The UArts Libraries staff always has something good to recommend to the UArts community. Here are four recent book recommendations from Music Reference Librarian Jim Cowen, Visual Resources Assistant Mike Sgier, Circulation Assistant Lessa Keller-Kenton, and Work Study Assistant Alyssa Winscom. All books are available for immediate check-out!
Jim Cowen – Ivan Albright
While I am familiar with Chicago artist Ivan Albright’s work mostly as a painter, Grove Art Online points out he was also a sculptor, printmaker, and filmmaker. I was first exposed to his work when his retrospective show traveled to the Metropolitan Museum of Art in 1997. One of his best-known works, entitled That which I Should Have Done I Did Not Do (The Door), was the work that immediately caught my attention.

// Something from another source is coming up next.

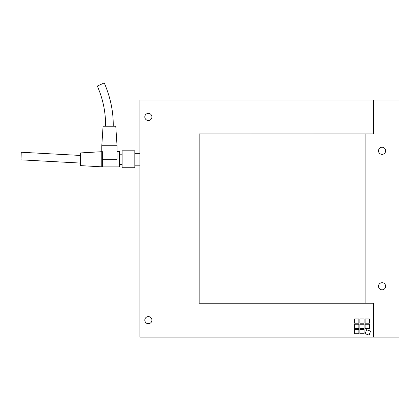 <?xml version="1.0" encoding="UTF-8"?>
<svg xmlns="http://www.w3.org/2000/svg" width="420" height="420" viewBox="0 0 420 420"><rect width="100%" height="100%" fill="white"/><g stroke="black" fill="none" stroke-linecap="round" stroke-linejoin="round"><path stroke-width="0.63" d="M144.811 320.15A3.554 3.554 0 0 1 148.365 316.596A3.554 3.554 0 0 1 151.919 320.15A3.554 3.554 0 0 1 148.365 323.71A3.554 3.554 0 0 1 144.811 320.15M144.811 116.933A3.554 3.554 0 0 1 148.365 113.379A3.554 3.554 0 0 1 151.919 116.933A3.554 3.554 0 0 1 148.365 120.488A3.554 3.554 0 0 1 144.811 116.933M199.169 133.87L199.169 303.214L373.595 303.214L373.595 337.087L139.897 337.087L139.897 99.997L373.595 99.997L373.595 133.87L199.169 133.901M369.364 324.214L369.364 328.451L365.132 328.451L365.132 324.214L369.364 324.214M364.114 318.964L364.114 323.201L359.882 323.201L359.882 318.964L364.114 318.964M358.864 329.464L358.864 333.701L354.632 333.701L354.632 329.464L358.864 329.464M364.114 324.214L364.114 328.451L359.882 328.451L359.882 324.214L364.114 324.214M358.864 324.214L358.864 328.451L354.632 328.451L354.632 324.214L358.864 324.214M364.114 329.464L364.114 333.701L359.882 333.701L359.882 329.464L364.114 329.464M369.364 318.964L369.364 323.201L365.132 323.201L365.132 318.964L369.364 318.964M358.864 318.964L358.864 323.201L354.632 323.201L354.632 318.964L358.864 318.964M370.556 331.17L369.106 335.144L365.132 333.701L366.576 329.721L370.556 331.17M378.509 286.282A3.554 3.554 0 0 1 382.064 282.723A3.554 3.554 0 0 1 385.623 286.282A3.554 3.554 0 0 1 382.064 289.837A3.554 3.554 0 0 1 378.509 286.282M378.509 150.801A3.554 3.554 0 0 1 382.064 147.247A3.554 3.554 0 0 1 385.623 150.801A3.554 3.554 0 0 1 382.064 154.361A3.554 3.554 0 0 1 378.509 150.801M399 99.997L399 337.087L373.595 337.087L373.595 303.214L365.132 303.214L365.132 133.87L373.595 133.87L373.595 99.997L399 99.997M101.792 159.269L101.792 145.724L103.063 126.247L115.768 126.247L117.038 145.724L117.038 159.269L101.792 159.269L101.792 166.892L119.574 166.892L119.574 151.652L117.038 151.652L119.574 151.652L119.574 166.892L102.643 166.892L102.643 151.652M122.115 167.738L134.82 167.738L134.82 150.801L122.115 150.801L122.115 167.738L134.82 167.738L134.82 150.801L122.115 150.801L122.115 167.738M119.574 164.351L122.115 164.351L119.574 164.351M122.115 154.192L119.574 154.192L122.115 154.192M113.227 126.247C113.484 111.862 110.497 97.419 104.26 82.913L97.319 86.058C102.963 98.873 105.725 112.271 105.609 126.247M117.038 145.724L101.792 145.724M101.792 151.699L80.624 152.922L80.624 165.622L101.792 166.845M80.624 155.463L21.215 152.24L21 159.857L80.624 163.081M134.82 153.342L139.897 153.342M134.82 165.197L139.897 165.197"/></g></svg>

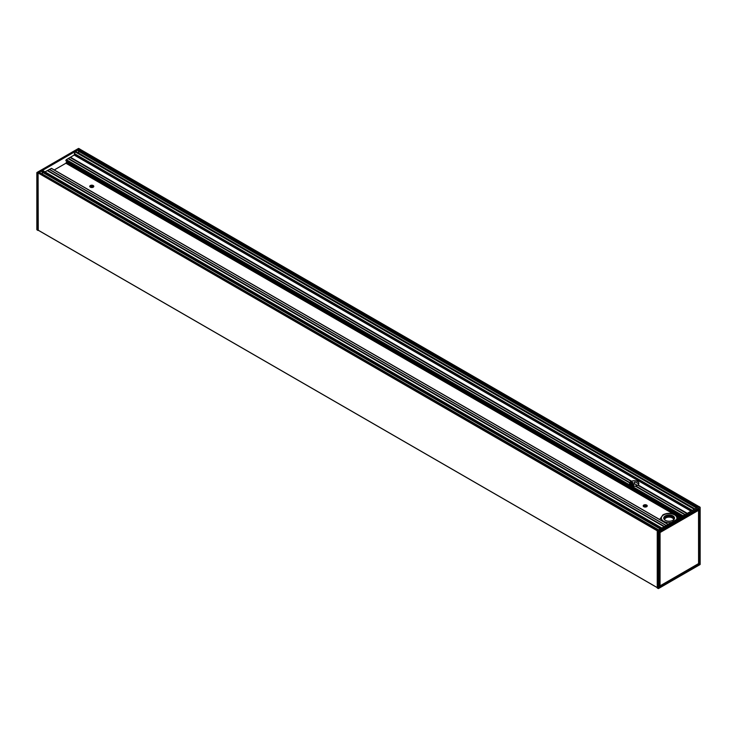 <?xml version="1.0" encoding="UTF-8"?>
<svg xmlns="http://www.w3.org/2000/svg" width="737" height="737" viewBox="0 0 737 737"><rect width="100%" height="100%" fill="white"/><g stroke="black" fill="none" stroke-linecap="round" stroke-linejoin="round"><path stroke-width="1.11" d="M657.257 587.979L658.482 588.522L657.257 587.979L657.257 530.797L658.371 531.193L658.261 588.522M78.518 148.478L700.15 507.286L658.371 531.193L657.257 530.797L38.084 172.946L38.26 230.276M657.367 530.612L661.651 528.134L42.267 170.533L39.033 172.403L39.586 172.716M78.61 153.056A2.543 1.465 120 0 0 78.242 151.057A1.087 0.626 -60 0 1 78.03 150.569L79.688 149.114M37.919 230.027L657.257 587.601L37.956 230.101L37.919 173.232M665.308 515.9A5.399 3.123 0 0 0 665.308 520.313A5.399 3.123 0 0 0 672.945 520.313A5.399 3.123 0 0 0 672.945 515.9A5.399 3.123 0 0 0 665.308 515.9M665.364 520.34A5.242 3.031 180 0 1 663.88 518.231A5.242 3.031 180 0 1 665.419 516.093A5.242 3.031 180 0 1 671.131 515.439A5.242 3.031 180 0 1 674.373 518.231A5.242 3.031 180 0 1 672.89 520.34M661.651 528.134L697.967 507.167L78.583 149.565L75.349 151.435L75.893 151.748M699.072 509.138L659.422 532.05M699.293 509.258L699.081 563.833L699.008 509.23M699.293 563.833L698.529 563.694M698.731 509.387L698.575 563.612M698.529 510.326L698.575 563.584L660.048 585.86L660.057 532.538L698.529 510.326L698.575 563.575L698.529 510.326L698.003 509.801M698.151 509.718L698.575 510.262L698.51 509.507M660.048 585.86L698.427 563.713L659.339 586.247M659.504 532.031L698.51 510.133M658.482 588.522L700.15 564.422L700.104 507.351L658.482 531.377L658.482 588.522L700.076 564.56L700.104 507.351M698.916 506.623L697.967 507.167M659.293 586.928L659.311 532.243M659.339 532.326L659.947 532.354L659.836 585.86L659.486 532.344L660.048 532.547M659.339 585.666L659.836 585.869M659.339 585.832L659.873 585.933M660.057 532.538L698.427 510.142M70.135 157.451L74.17 155.037L75.248 151.49L42.368 170.477L661.854 528.014L42.562 170.459M45.003 171.868L47.279 170.597L664.101 526.715M47.325 170.625L51.479 168.358L668.146 524.385L51.479 168.358M54.252 169.961L65.897 163.236L67.426 161.652M66.063 160.869L66.33 159.689L70.089 157.423L631.6 481.206A4.662 2.69 180 0 1 637.523 481.519A4.662 2.69 180 0 1 638.887 483.426A4.662 2.69 180 0 1 638.076 484.946L637.837 485.213M74.336 153.536L692.402 510.382L74.336 153.536M42.322 174.033A2.543 1.465 120 0 0 41.945 171.979A1.087 0.626 -60 0 1 41.714 171.481L42.368 170.477L661.752 528.079M37.863 173.204L36.85 172.578L36.997 229.843M36.896 229.649L37.863 230.377M657.478 530.548L38.084 172.946L39.033 172.403L658.417 529.995M694.632 509.092L75.248 151.49L694.733 509.037M37.974 173.011L37.007 172.449L78.739 148.478M686.912 513.551L637.726 485.204A4.662 2.69 180 0 1 635.745 485.969L635.368 486.162A4.662 2.69 180 0 1 629.564 483.555A4.662 2.69 180 0 1 629.702 482.892L629.822 482.551A4.662 2.69 180 0 1 631.148 481.408L70.089 157.423M638.73 484.126A4.662 2.69 -0 0 0 638.592 483.868L635.874 482.302A4.662 2.69 -0 0 0 634.345 482.127L633.719 485.324A4.662 2.69 -0 0 0 632.908 485.416L632.521 482.191A4.662 2.69 0 0 0 630.467 483.094L630.457 485.139M632.475 485.305L630.356 483.969M630.504 483.739L632.77 484.937M632.475 484.845L630.31 483.481M630.384 483.205L632.77 484.476M632.475 484.384L630.457 483.103M630.706 482.928L632.77 484.006M632.475 483.923L630.826 482.855M631.102 482.698L632.77 483.546M632.475 483.463L631.231 482.634M631.545 482.495L632.77 483.085M632.475 482.993L631.692 482.431M630.246 486.595A4.662 2.69 -0 0 0 629.84 487.074M634.142 488.843A4.662 2.69 180 0 1 629.564 486.199M646.975 506.466A2.018 1.17 -0 0 0 646.644 506.208A2.018 1.17 -0 0 0 643.456 506.466M93.544 186.94A2.018 1.17 -0 0 0 93.212 186.682A2.018 1.17 -0 0 0 90.025 186.94M93.212 185.54A2.018 1.17 180 0 1 93.802 186.369A2.018 1.17 180 0 1 91.784 187.539A2.018 1.17 180 0 1 89.757 186.369A2.018 1.17 180 0 1 91.01 185.291A2.018 1.17 180 0 1 93.212 185.54M646.644 505.066A2.018 1.17 180 0 1 647.243 505.895A2.018 1.17 180 0 1 645.216 507.056A2.018 1.17 180 0 1 643.198 505.895A2.018 1.17 180 0 1 644.442 504.817A2.018 1.17 180 0 1 646.644 505.066M49.379 169.409L666.184 525.518M681.918 516.434L65.851 160.749M638.482 483.758L636.132 482.403M674.318 518.645A5.242 3.031 0 0 0 669.122 516.029A5.242 3.031 0 0 0 663.926 518.645M671.674 522.349A7.775 4.486 180 0 1 663.632 521.28A7.775 4.486 180 0 1 662.867 515.449A7.775 4.486 180 0 1 672.743 514.14A7.775 4.486 180 0 1 676.465 519.576M664.663 519.825A4.468 2.579 180 0 1 669.122 517.116A4.468 2.579 180 0 1 673.59 519.825M659.339 586.818L698.971 564.026L659.339 586.495M699.993 507.157L699.026 506.559M659.514 587.048L699.072 564.21M685.023 514.638L635.552 486.079M635.368 486.162L684.857 514.739M635.57 486.061L685.051 514.629M685.217 514.527L635.745 485.969M629.822 482.551L68.357 158.391M68.237 158.51L629.757 482.707M686.866 513.578L637.726 485.204M631.148 481.408L70.006 157.432M687.271 513.339L638.076 484.946M74.17 155.037L691.03 511.174M631.6 481.206L70.411 157.202M687.16 513.403L638.012 485.029M631.508 481.279L70.337 157.285M637.975 485.112L687.068 513.459M70.291 157.368L631.452 481.353M51.286 168.377L668.026 524.449M668.146 524.385L51.765 168.524M683.079 515.762L66.33 159.689M66.137 159.892L682.803 515.918M682.232 516.25L65.851 160.39M49.508 169.399L666.257 525.481M664.055 526.743L47.205 170.606M691.352 510.981L74.336 154.752M49.259 169.418L666.119 525.555M68.108 158.658L629.702 482.892M629.757 482.735L68.228 158.538M664.258 526.623L47.481 170.533M664.35 526.577L47.527 170.45M664.461 526.513L47.601 170.376M660.555 528.77L41.714 171.481M660.232 528.954L41.945 171.979M696.824 507.83L78.03 150.569M696.861 507.802L78.03 150.523M645.649 507.028L644.027 506.089L645.649 507.028M92.217 187.511L90.587 186.572L92.217 187.511M646.413 506.835L644.783 505.895M92.973 187.309L91.351 186.369M646.644 506.715L645.179 505.868M93.212 187.198L91.738 186.341M637.441 485.379L634.023 483.408L637.441 485.379M638.592 483.868L635.874 482.302M632.761 482.735L632.042 482.32M632.807 482.671L632.143 482.284M679.79 517.66L676.934 516.011M673.434 513.993L65.897 163.236M680.113 517.475L66.063 162.951M680.159 517.448L66.063 162.905M680.325 517.356L66.109 162.739M680.785 517.088L66.339 162.333M680.951 516.987L66.459 162.214M694.263 509.304L75.008 151.785M78.242 151.057L696.511 508.014M90.034 186.922L90.891 187.419M643.475 506.448L644.322 506.936M678.455 519.373C677.662 516.471 676.621 514.951 675.322 514.813C671.232 512.86 667.123 512.851 662.996 514.776L659.799 519.373M657.284 588.052L658.445 588.587L700.15 564.422L700.15 507.286L699.1 506.549M79.716 148.948L78.555 148.413L36.85 172.578L36.85 229.714L37.9 230.451M698.98 506.586L79.642 149.012M658.648 529.866L39.42 172.357M657.257 587.647L37.956 230.101M90.54 186.59L92.143 187.52M643.972 506.116L645.575 507.038M634.023 483.481L637.367 485.416M75.736 151.398L694.963 508.899"/></g></svg>

Grove describes it: “A haunting assemblage of memorabilia, including a weathered Victorian door, a cheap funeral wreath and a woman’s hand, is depicted with cold, metallic lighting, a scarred paint surface and a warped perspective that makes the door appear coffin-shaped.” The details captured in this painting continue to amaze me; these details also help to explain why this work took him around a decade to complete, details which can be seen yet even better in the images available via ARTstor. I hope you enjoy his work as much as I do!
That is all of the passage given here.